As reported on Monday, Associate Registrar Daria Vander Veer is frustrated by the frequent room changes she is forced to make during shopping period, when students are still deciding which courses to take and enrollment numbers remain in flux. She proposes several changes to shopping period, including shortening it to one week; holding seminars twice during the first week in two one-hour blocks; and having students indicate their five first-choice classes, which they are most likely to take.
“The downside is the wear and tear not only on us, but on students as well,” Vander Veer told the News. “Classes where students can’t even get in the door during shopping period, and they just walk away. Books that sell out because people have no idea how big a class is going to be.”
Vander Veer is right to point out that shopping period does not run smoothly for students, professors and administrators. And we appreciate the effort to right its flaws. But shopping period itself is not at fault, for its benefits to Yale’s academic experience far outweigh its inconveniences. We hope Yale does not adopt any measures that would significantly limit students’ ability to shop freely at the beginning of the semester.

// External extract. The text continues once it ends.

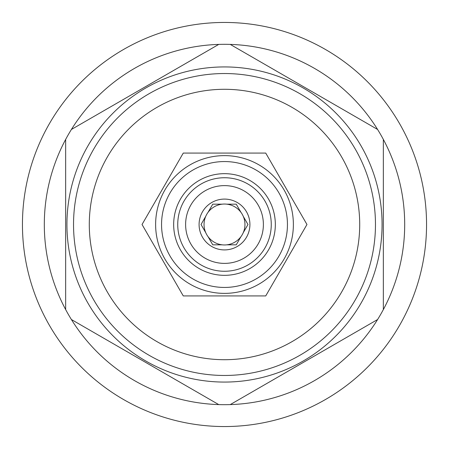 <?xml version="1.0" encoding="UTF-8"?>
<svg xmlns="http://www.w3.org/2000/svg" width="449" height="449" viewBox="0 0 449 449"><rect width="100%" height="100%" fill="white"/><g stroke="black" fill="none" stroke-linecap="round" stroke-linejoin="round"><path stroke-width="0.67" d="M293.377 224.5A68.877 68.877 0 0 0 224.5 155.623A68.877 68.877 0 0 0 155.623 224.5A68.877 68.877 0 0 0 224.5 293.377A68.877 68.877 0 0 0 293.377 224.5A68.877 68.877 0 0 0 224.5 155.623A68.877 68.877 0 0 0 155.623 224.5A68.877 68.877 0 0 0 224.5 293.377A68.877 68.877 0 0 0 293.377 224.5M287.444 224.5A62.944 62.944 0 0 0 224.5 161.556A62.944 62.944 0 0 0 161.556 224.5A62.944 62.944 0 0 0 224.5 287.444A62.944 62.944 0 0 0 287.444 224.5M173.668 224.5A50.832 50.832 0 0 0 224.5 275.332A50.832 50.832 0 0 0 275.332 224.5A50.832 50.832 0 0 0 224.5 173.668A50.832 50.832 0 0 0 173.668 224.5M271.263 224.5A46.763 46.763 0 0 1 224.5 271.263A46.763 46.763 0 0 1 177.737 224.5A46.763 46.763 0 0 1 224.5 177.737A46.763 46.763 0 0 1 271.263 224.5M185.617 224.5A38.883 38.883 0 0 1 224.5 185.617A38.883 38.883 0 0 1 263.383 224.5A38.883 38.883 0 0 1 224.5 263.383A38.883 38.883 0 0 1 185.617 224.5M199.087 224.5A25.413 25.413 0 0 0 224.5 249.913A25.413 25.413 0 0 0 249.913 224.5A25.413 25.413 0 0 0 224.5 199.087A25.413 25.413 0 0 0 199.087 224.5M205.754 232.694A20.458 20.458 0 0 1 205.754 216.306L201.023 224.5L205.754 232.694A20.458 20.458 0 0 0 208.033 236.64L212.759 244.834L222.221 244.834A20.458 20.458 0 0 0 226.779 244.834L236.241 244.834L240.967 236.64A20.458 20.458 0 0 0 243.246 232.694L247.977 224.5L243.246 216.306A20.458 20.458 0 0 1 243.246 232.694M226.779 244.834A20.458 20.458 0 0 0 240.967 236.64M208.033 236.64A20.458 20.458 0 0 0 222.221 244.834M205.754 216.306A20.458 20.458 0 0 1 243.246 216.306M222.221 204.166L212.759 204.166L208.033 212.36M240.967 212.36L236.241 204.166L226.779 204.166M142.036 224.5L183.265 295.919L265.735 295.919L306.964 224.5L265.735 153.081L183.265 153.081L142.036 224.5M224.5 359.711A135.211 135.211 0 0 0 359.711 224.5A135.211 135.211 0 0 0 224.5 89.289A135.211 135.211 0 0 0 89.289 224.5A135.211 135.211 0 0 0 224.5 359.711M224.5 375.465A150.965 150.965 0 0 0 375.465 224.5A150.965 150.965 0 0 0 224.5 73.535A150.965 150.965 0 0 0 73.535 224.5A150.965 150.965 0 0 0 224.5 375.465M224.5 382.071A157.571 157.571 0 0 1 66.929 224.5A157.571 157.571 0 0 1 224.5 66.929A157.571 157.571 0 0 1 382.071 224.5A157.571 157.571 0 0 1 224.5 382.071M230.247 404.6L377.598 319.531A180.195 180.195 0 0 1 218.753 404.6L71.402 319.531A180.195 180.195 0 0 1 65.655 309.569L65.655 139.431A180.195 180.195 0 0 1 71.402 129.469L218.753 44.4A180.195 180.195 0 0 1 377.598 129.469L230.247 44.4M224.5 426.55A202.05 202.05 0 0 0 426.55 224.5A202.05 202.05 0 0 0 224.5 22.45A202.05 202.05 0 0 0 22.45 224.5A202.05 202.05 0 0 0 224.5 426.55M377.598 319.531A180.195 180.195 0 0 0 377.598 129.469M383.345 309.569L383.345 139.431M71.402 319.531A180.195 180.195 0 0 0 218.753 404.6M65.655 139.431A180.195 180.195 0 0 0 65.655 309.569M218.753 44.4A180.195 180.195 0 0 0 71.402 129.469"/></g></svg>

Shopping period was one of the things that attracted many of us to Yale as prospective students. And it has proven to be as valuable as we hoped. We need not tell other students that shopping period, perhaps more than any other tool provided by the University, allows students to find the classes, professors and majors that are right for them.
Instead of forcing students to choose classes earlier in the semester, we propose the adoption of two of Vander Veer’s suggestions and others that will require the commitment of professors and administrators like Vander Veer, who have a chance to help all of us toward a less stressful, more rewarding shopping system.
We strongly support Vander Veer’s suggestion that seminars meet twice, back-to-back, during the scheduled time the first week. In this way, students who currently sit through two-hour seminars simply to get their names on waitlists may see more classes and no seminar will be forced to squeeze as many as 70 or 80 people into a single, small classroom the first week.
We also think that a system by which students could indicate first-choice classes — but one that is thoroughly non-binding — could help administrators and professors gauge interest in classes without limiting students’ ability to shop.
Changes should not be purely administrative. We would like to see Yale institute an official policy that professors must select students for capped classes within a short time after the first meeting — within, say, 24 hours. And professors should also help by better advertising in syllabi or by e-mail which students, such as those outside the department or below a certain class year, are not likely to be accepted.
The registrar’s office could also help itself by relying more on course evaluations. That course with great recommendations from the twenty people who took it last year will need a bigger room this year.
The answer is not to limit students’ ability to attend classes freely, but to continue to allow them to choose their courses only after they have had enough time to see all options.